Verizon open to swapping spectrum for 700 MHz A Block

Verizon Wireless (NYSE:VZ) would be open to swapping its lower 700 MHz A Block spectrum for other airwaves, according to Verizon Communications CEO Lowell McAdam.

Verizon executives have been open in recent weeks and months about their willingness to part with the A Block at the right price. However, McAdam told Bloomberg that Verizon would be open to a swap to get other spectrum.

Verizon paid $2.4 billion for its A Block licenses, and companies interested in buying the spectrum would likely need to pay that much if not more, according to analysts. The spectrum covers around 150 million POPs, according to New Street Research analyst Jonathan Chaplin.

T-Mobile US (NYSE:TMUS) raised $3.8 billion in debt and stock sales last month to increase its war chest for spectrum and is reportedly interested in Verizon's A Block spectrum holdings. In securities filings, T-Mobile has said it is interested in "opportunistically acquiring additional spectrum in private party transactions" and also that it wants low-band spectrum.

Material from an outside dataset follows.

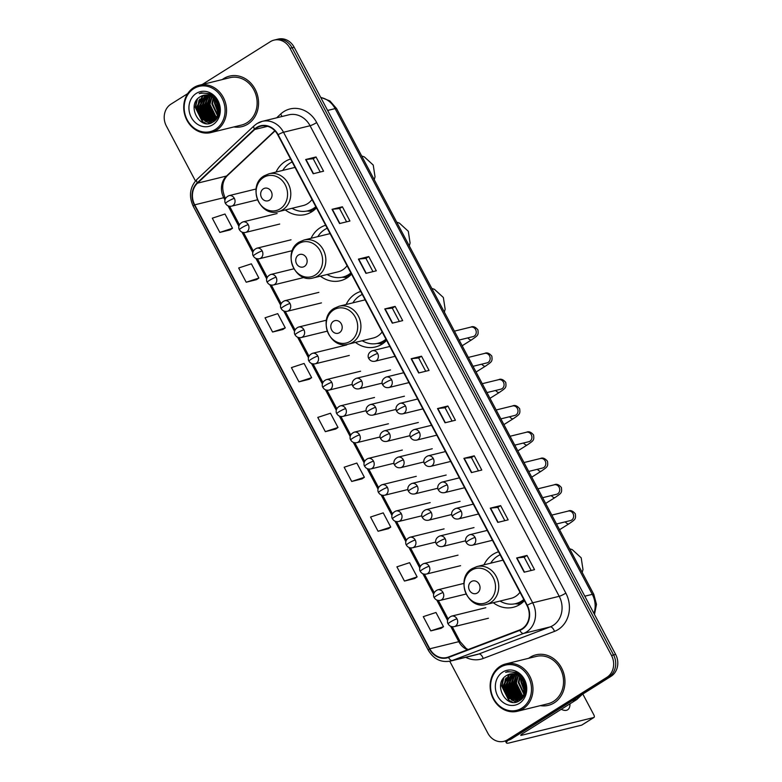 <?xml version="1.0" encoding="UTF-8"?>
<svg xmlns="http://www.w3.org/2000/svg" width="782" height="782" viewBox="0 0 782 782"><rect width="100%" height="100%" fill="white"/><g stroke="black" fill="none" stroke-linecap="round" stroke-linejoin="round"><path stroke-width="1.17" d="M498.545 551.799A28.719 24.995 -103.8 0 0 493.149 554.252A28.719 24.995 -103.8 0 0 483.99 564.829M493.295 602.717A28.719 24.995 -103.8 0 0 513.305 607.282A28.719 24.995 -103.8 0 0 519.766 604.535A28.719 24.995 -103.8 0 0 524.429 600.674M360.707 291.471A28.719 24.995 -103.8 0 0 355.311 293.924A28.719 24.995 -103.8 0 0 346.152 304.501M355.458 342.389A28.719 24.995 -103.8 0 0 375.468 346.954A28.719 24.995 -103.8 0 0 381.929 344.207A28.719 24.995 -103.8 0 0 386.591 340.346M325.644 225.245A28.719 24.995 -103.8 0 0 320.249 227.709A28.719 24.995 -103.8 0 0 311.089 238.275M320.395 276.163A28.719 24.995 -103.8 0 0 340.405 280.738A28.719 24.995 -103.8 0 0 346.876 277.991A28.719 24.995 -103.8 0 0 351.529 274.13M290.581 159.029A28.719 24.995 -103.8 0 0 285.186 161.483A28.719 24.995 -103.8 0 0 276.036 172.06M285.332 209.947A28.719 24.995 -103.8 0 0 305.351 214.512A28.719 24.995 -103.8 0 0 311.813 211.766A28.719 24.995 -103.8 0 0 316.466 207.904M449.748 661.249L487.831 733.184A16.256 14.144 -103.8 0 0 503.833 741.346L507.977 740.329A16.256 14.144 -103.8 0 0 511.633 738.775L611.065 676.293A16.256 14.144 -103.8 0 0 615.649 654.446L294.169 47.262A16.256 14.144 -103.8 0 0 278.167 39.1L276.095 39.608A16.256 14.144 -103.8 0 1 292.097 47.77A16.256 14.144 -103.8 0 0 276.095 39.608L274.023 40.117A16.256 14.144 -103.8 0 0 270.367 41.671L202.215 84.495M503.833 741.346A16.256 14.144 -103.8 0 0 507.489 739.792L606.92 677.31A16.256 14.144 -103.8 0 0 611.504 655.463L613.577 654.954L292.097 47.77L613.577 654.954A16.256 14.144 -103.8 0 1 608.992 676.801A16.256 14.144 -103.8 0 0 613.577 654.954L615.649 654.446M507.489 739.792L509.561 739.283L608.992 676.801L509.561 739.283A16.256 14.144 -103.8 0 1 505.905 740.837A16.256 14.144 -103.8 0 0 509.561 739.283L511.633 738.775M223.662 78.601A26.011 22.639 -103.8 0 0 222.254 79.578A26.011 22.639 -103.8 0 1 223.662 78.601A26.011 22.639 -103.8 0 1 229.517 76.118A26.011 22.639 -103.8 0 0 223.662 78.601M233.886 126.928A26.011 22.639 -103.8 0 0 241.921 126.635A26.011 22.639 -103.8 0 0 247.777 124.142A26.011 22.639 -103.8 0 0 256.613 92.491A26.011 22.639 -103.8 0 0 229.517 76.118A26.011 22.639 -103.8 0 1 256.613 92.491A26.011 22.639 -103.8 0 1 247.777 124.142A26.011 22.639 -103.8 0 1 241.921 126.635A26.011 22.639 -103.8 0 1 233.886 126.928M530.079 657.32A26.011 22.639 -103.8 0 0 528.671 658.288A26.011 22.639 -103.8 0 1 530.079 657.32A26.011 22.639 -103.8 0 1 535.934 654.837A26.011 22.639 -103.8 0 0 530.079 657.32M540.303 705.647A26.011 22.639 -103.8 0 0 548.338 705.344A26.011 22.639 -103.8 0 0 554.194 702.862A26.011 22.639 -103.8 0 0 563.03 671.21A26.011 22.639 -103.8 0 0 535.934 654.837L535.934 654.837A26.011 22.639 -103.8 0 1 563.03 671.21A26.011 22.639 -103.8 0 1 554.194 702.862A26.011 22.639 -103.8 0 1 548.338 705.344L548.338 705.344A26.011 22.639 -103.8 0 1 540.303 705.647M256.838 127.847A17.341 15.093 76.2 0 1 260.738 126.185A17.341 15.093 76.2 0 1 277.805 134.895L526.96 605.463A17.341 15.093 76.2 0 1 519.688 629.95L448.389 657.027A17.341 15.093 76.2 0 1 446.854 657.506A17.341 15.093 76.2 0 1 429.787 648.796L194.718 204.835A17.341 15.093 76.2 0 1 197.494 183.164L254.707 129.489A17.341 15.093 76.2 0 1 256.838 127.847M256.633 127.466A17.771 15.464 -103.8 0 0 254.453 129.147L197.24 182.832A17.771 15.464 -103.8 0 0 194.395 205.04L429.465 649.001A17.771 15.464 -103.8 0 0 448.526 657.437L519.834 630.36A17.771 15.464 -103.8 0 0 527.283 605.258L278.128 134.69A17.771 15.464 -103.8 0 0 256.633 127.466M524.175 572.209L534.536 569.658L527 555.435L516.638 557.977L524.175 572.209M531.193 570.479L524.165 557.195L516.951 557.918A4.33 0.596 152.1 0 0 516.638 557.977M524.175 557.214L527 555.435M497.802 522.396L508.163 519.854L500.627 505.622L490.265 508.173L497.802 522.396M504.83 520.675L497.792 507.391L490.578 508.114A4.33 0.596 152.1 0 0 490.265 508.173M497.802 507.401L500.627 505.622M471.429 472.592L481.79 470.05L474.254 455.818L463.892 458.36L471.429 472.592M478.457 470.862L471.419 457.578L464.205 458.301A4.33 0.596 152.1 0 0 463.892 458.36M471.429 457.597L474.254 455.818M445.056 422.788L455.417 420.237L447.881 406.005L437.519 408.556L445.056 422.788M452.084 421.058L445.046 407.774L437.832 408.497A4.33 0.596 152.1 0 0 437.519 408.556M445.056 407.784L447.881 406.005M313.201 173.751L323.562 171.199L316.026 156.967L305.664 159.518L313.201 173.751M320.219 172.02L313.191 158.736L305.977 159.46A4.33 0.596 152.1 0 0 305.664 159.518M313.191 158.746L316.026 156.967M339.564 223.554L349.935 221.013L342.399 206.78L332.037 209.322L339.564 223.554M346.592 221.824L339.564 208.54L332.34 209.263A4.33 0.596 152.1 0 0 332.037 209.322M339.564 208.559L342.399 206.78M365.937 273.358L376.308 270.816L368.772 256.584L358.41 259.125L365.937 273.358M372.965 271.637L365.927 258.353L358.713 259.077A4.33 0.596 152.1 0 0 358.41 259.125M365.937 258.363L368.772 256.584M392.31 323.171L402.681 320.62L395.145 306.397L384.773 308.939L392.31 323.171M399.338 321.441L392.3 308.157L385.086 308.88A4.33 0.596 152.1 0 0 384.773 308.939M392.31 308.176L395.145 306.397M418.683 372.975L429.044 370.433L421.518 356.201L411.146 358.743L418.683 372.975M425.711 371.255L418.673 357.961L411.459 358.684A4.33 0.596 152.1 0 0 411.146 358.743M418.683 357.98L421.518 356.201M611.504 655.463L290.024 48.288A16.256 14.144 -103.8 0 0 274.023 40.117M187.68 93.635L170.935 104.153A16.256 14.144 -103.8 0 0 166.351 126L195.451 180.974M378.068 531.261L390.756 527.097L383.219 512.865L370.531 517.029L378.068 531.261L388.41 528.681M404.441 581.065L417.129 576.901L409.592 562.678L396.904 566.842L404.441 581.065L414.783 578.494M430.804 630.879L443.492 626.714L435.965 612.482L423.277 616.646L430.804 630.879L441.156 628.298M298.949 381.841L311.637 377.677L304.1 363.444L291.412 367.608L298.949 381.841L309.301 379.26M282.937 329.486L272.576 332.027L285.264 327.863L277.727 313.641L265.039 317.805L272.576 332.027M246.203 282.224L258.891 278.06L251.364 263.827L238.666 267.991L246.203 282.224L256.555 279.643M230.201 229.869L219.83 232.42L232.518 228.256L224.991 214.024L212.303 218.188L219.83 232.42M351.695 481.458L364.383 477.294L356.846 463.061L344.158 467.225L351.695 481.458L362.037 478.877M325.322 431.644L338.01 427.48L330.473 413.248L317.785 417.412L325.322 431.644L335.664 429.064M338.01 427.48L335.586 429.123M311.637 377.677L309.213 379.319M285.264 327.863L282.84 329.515M258.891 278.06L256.467 279.702M232.518 228.256L230.094 229.898M364.383 477.294L361.949 478.936M390.756 527.097L388.322 528.74M417.129 576.901L414.695 578.553M443.492 626.714L441.068 628.357M215.431 129.411A23.294 20.273 -103.8 0 0 222.01 98.092A23.294 20.273 -103.8 0 0 193.828 88.61A23.294 20.273 -103.8 0 0 187.25 119.929A23.294 20.273 -103.8 0 0 215.431 129.411M216.448 130.232A24.379 21.222 -103.8 0 0 224.737 100.555A24.379 21.222 -103.8 0 0 199.332 85.209A24.379 21.222 -103.8 0 0 193.838 87.535A24.379 21.222 -103.8 0 0 185.549 117.212A24.379 21.222 -103.8 0 0 210.964 132.559A24.379 21.222 -103.8 0 0 216.448 130.232M210.964 132.559L241.53 125.052A24.379 21.222 -103.8 0 0 247.024 122.725A24.379 21.222 -103.8 0 0 255.313 93.048A24.379 21.222 -103.8 0 0 229.908 77.692L199.332 85.209M218.843 109.851L217.064 102.598M218.745 108.063L217.816 104.25M218.354 113.478L214.473 103.244L214.962 99.431M218.53 112.774L215.118 103.087L215.431 100.008M217.533 115.707L211.883 103.879L213.212 97.73M217.758 115.218L212.528 103.723L213.633 98.082M216.565 117.359L215.138 116.479L209.293 104.514L211.599 96.616M216.819 116.977L215.783 116.323L209.938 104.358L212 96.86M216.477 118.923L215.881 118.766M215.509 118.649L212.548 117.114L206.702 105.15L210.075 95.863M216.682 118.649L216.164 118.483M215.783 118.356L213.193 116.958L207.347 104.993L210.456 96.03M214.385 119.666L209.957 117.75L204.112 105.785L208.608 95.384M214.679 119.431L210.602 117.593L204.757 105.629L208.97 95.482M213.203 120.457L207.367 118.385L201.512 106.42L207.201 95.121M213.506 120.281L208.012 118.229L202.167 106.264L207.543 95.169M215.627 119.92L212.313 121.014M211.981 121.054L204.776 119.02L198.921 107.056L204.972 95.521L205.832 95.042M212.293 120.927L205.422 118.864L199.576 106.899L206.165 95.052M216.819 102.149A13.548 11.789 -103.8 0 0 203.486 95.345A13.548 11.789 -103.8 0 0 200.436 96.636C185.559 104.465 199.801 131.161 212.958 122.06C222.85 116.938 220.925 98.346 210.026 93.752L201.375 92.843L199.185 93.596C206.819 91.944 212.704 94.798 216.819 102.149C220.25 109.676 219.185 115.687 213.642 120.193L210.7 121.464L202.176 119.666L196.331 107.701L202.382 96.166L204.503 95.15M214.288 120.037L210.7 121.464M211.023 121.376L202.831 119.499L196.986 107.535L203.027 96L204.835 95.111M200.436 96.636L203.535 95.326M196.341 93.361A17.878 15.562 -103.8 0 0 191.287 117.388A17.878 15.562 -103.8 0 0 212.919 124.661A17.878 15.562 -103.8 0 0 217.963 100.634A17.878 15.562 -103.8 0 0 196.341 93.361M214.405 97.535A24.379 21.222 -103.8 0 0 214.356 98.17M214.327 98.737A24.379 21.222 -103.8 0 0 214.473 102.862M217.005 111.758A24.379 21.222 -103.8 0 0 218.207 113.996M199.185 93.596L201.228 92.882M206.233 123.507L202.743 121.699L195.539 107.163L197.406 99.109M210.084 123.233L205.842 121.406M204.718 120.604L198.129 106.528L199.733 99.031M212.186 122.471L209.947 121.621M209.811 121.552L208.432 120.76M207.308 119.969L200.72 105.893L202.323 98.385M209.899 119.333L203.31 105.257L204.913 97.75M212.489 118.698L205.901 104.622L207.504 97.115M215.089 118.053L208.501 103.986L210.094 96.479M218.755 111.367L216.282 101.22M205.363 123.38L202.421 121.777L195.217 107.242L196.702 99.979M209.752 123.312L205.031 121.151M203.584 119.998L197.807 106.606L198.951 100.194M211.951 122.579L209.566 121.669M209.38 121.581L207.621 120.516M206.174 119.363L200.397 105.971L201.541 99.558M208.765 118.727L202.988 105.335L204.131 98.923M211.355 118.092L205.578 104.7L206.722 98.278M213.945 117.456L208.168 104.065L209.312 97.642M218.686 111.875L215.988 100.77M269.379 200.212A6.5 5.66 -103.8 0 0 271.217 191.473A6.5 5.66 -103.8 0 0 263.358 188.824A6.5 5.66 -103.8 0 0 261.52 197.563A6.5 5.66 -103.8 0 0 269.379 200.212M278.314 211.668A19.501 16.979 -103.8 0 0 282.703 209.801A19.501 16.979 -103.8 0 0 289.33 186.067A19.501 16.979 -103.8 0 0 269.008 173.78L264.248 175.803C246.897 185.324 259.438 217.504 278.314 211.668L303.152 205.568A19.501 16.979 -103.8 0 0 307.541 203.701A19.501 16.979 -103.8 0 0 312.008 199.498M295.039 167.446A19.501 16.979 -103.8 0 0 293.846 167.68L269.008 173.78M292.067 208.295A25.738 22.404 -103.8 0 0 307.746 210.857A25.738 22.404 -103.8 0 0 313.533 208.393A25.738 22.404 -103.8 0 0 315.83 206.722M292.155 162.001A25.738 22.404 -103.8 0 0 289.682 163.33A25.738 22.404 -103.8 0 0 282.761 170.408M307.746 210.857L308.782 210.602A25.738 22.404 -103.8 0 0 314.569 208.139A25.738 22.404 -103.8 0 0 316.045 207.122M312.458 211.345A28.172 24.525 76.2 0 1 312.086 211.326L306.925 211.042M304.442 266.427A6.5 5.66 -103.8 0 0 306.28 257.689A6.5 5.66 -103.8 0 0 298.421 255.049A6.5 5.66 -103.8 0 0 296.583 263.788A6.5 5.66 -103.8 0 0 304.442 266.427M313.377 277.893A19.501 16.979 -103.8 0 0 317.766 276.026A19.501 16.979 -103.8 0 0 324.393 252.283A19.501 16.979 -103.8 0 0 304.071 240.006L299.31 242.029C281.96 251.55 294.501 283.719 313.377 277.893L338.215 271.794A19.501 16.979 -103.8 0 0 342.604 269.927A19.501 16.979 -103.8 0 0 347.071 265.714M330.102 233.662A19.501 16.979 -103.8 0 0 328.909 233.906L304.071 240.006M327.13 274.511A25.738 22.404 -103.8 0 0 342.809 277.072A25.738 22.404 -103.8 0 0 348.596 274.619A25.738 22.404 -103.8 0 0 350.893 272.938M327.218 228.227A25.738 22.404 -103.8 0 0 324.735 229.546A25.738 22.404 -103.8 0 0 317.824 236.623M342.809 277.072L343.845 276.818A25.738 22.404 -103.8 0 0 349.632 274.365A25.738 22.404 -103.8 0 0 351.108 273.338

Speaking today at the UBS Global Media & Communications Conference, T-Mobile COO Jim Alling reiterated those points. He said that T-Mobile is "opportunistic when it comes to anything that could be available to improve our spectrum holdings," and that "low-band spectrum is very important for us." T-Mobile is the largest holder of mid-band AWS spectrum, which it is using to deploy its LTE network. Verizon acquired nationwide AWS holdings last year from a group of cable companies, and is using those airwaves to add extra capacity to its existing 700 MHz C Block LTE network.

It's possible that T-Mobile and Verizon could swap spectrum. After all, the companies did so for AWS airwaves in the summer of 2012 as part of Verizon's cable deal. "We are always looking at opportunities in the secondary market," Alling said, adding that low-band spectrum would not just help T-Mobile expand its network reach into more suburban and rural areas but would also improve inbuilding coverage in urban areas.  

Last week the Wall Street Journal reported that AT&T (NYSE:T) is considering buying Verizon's A Block spectrum, which could set up a bidding war between AT&T and T-Mobile. However, it's unclear how interested AT&T actually is in buying the airwaves.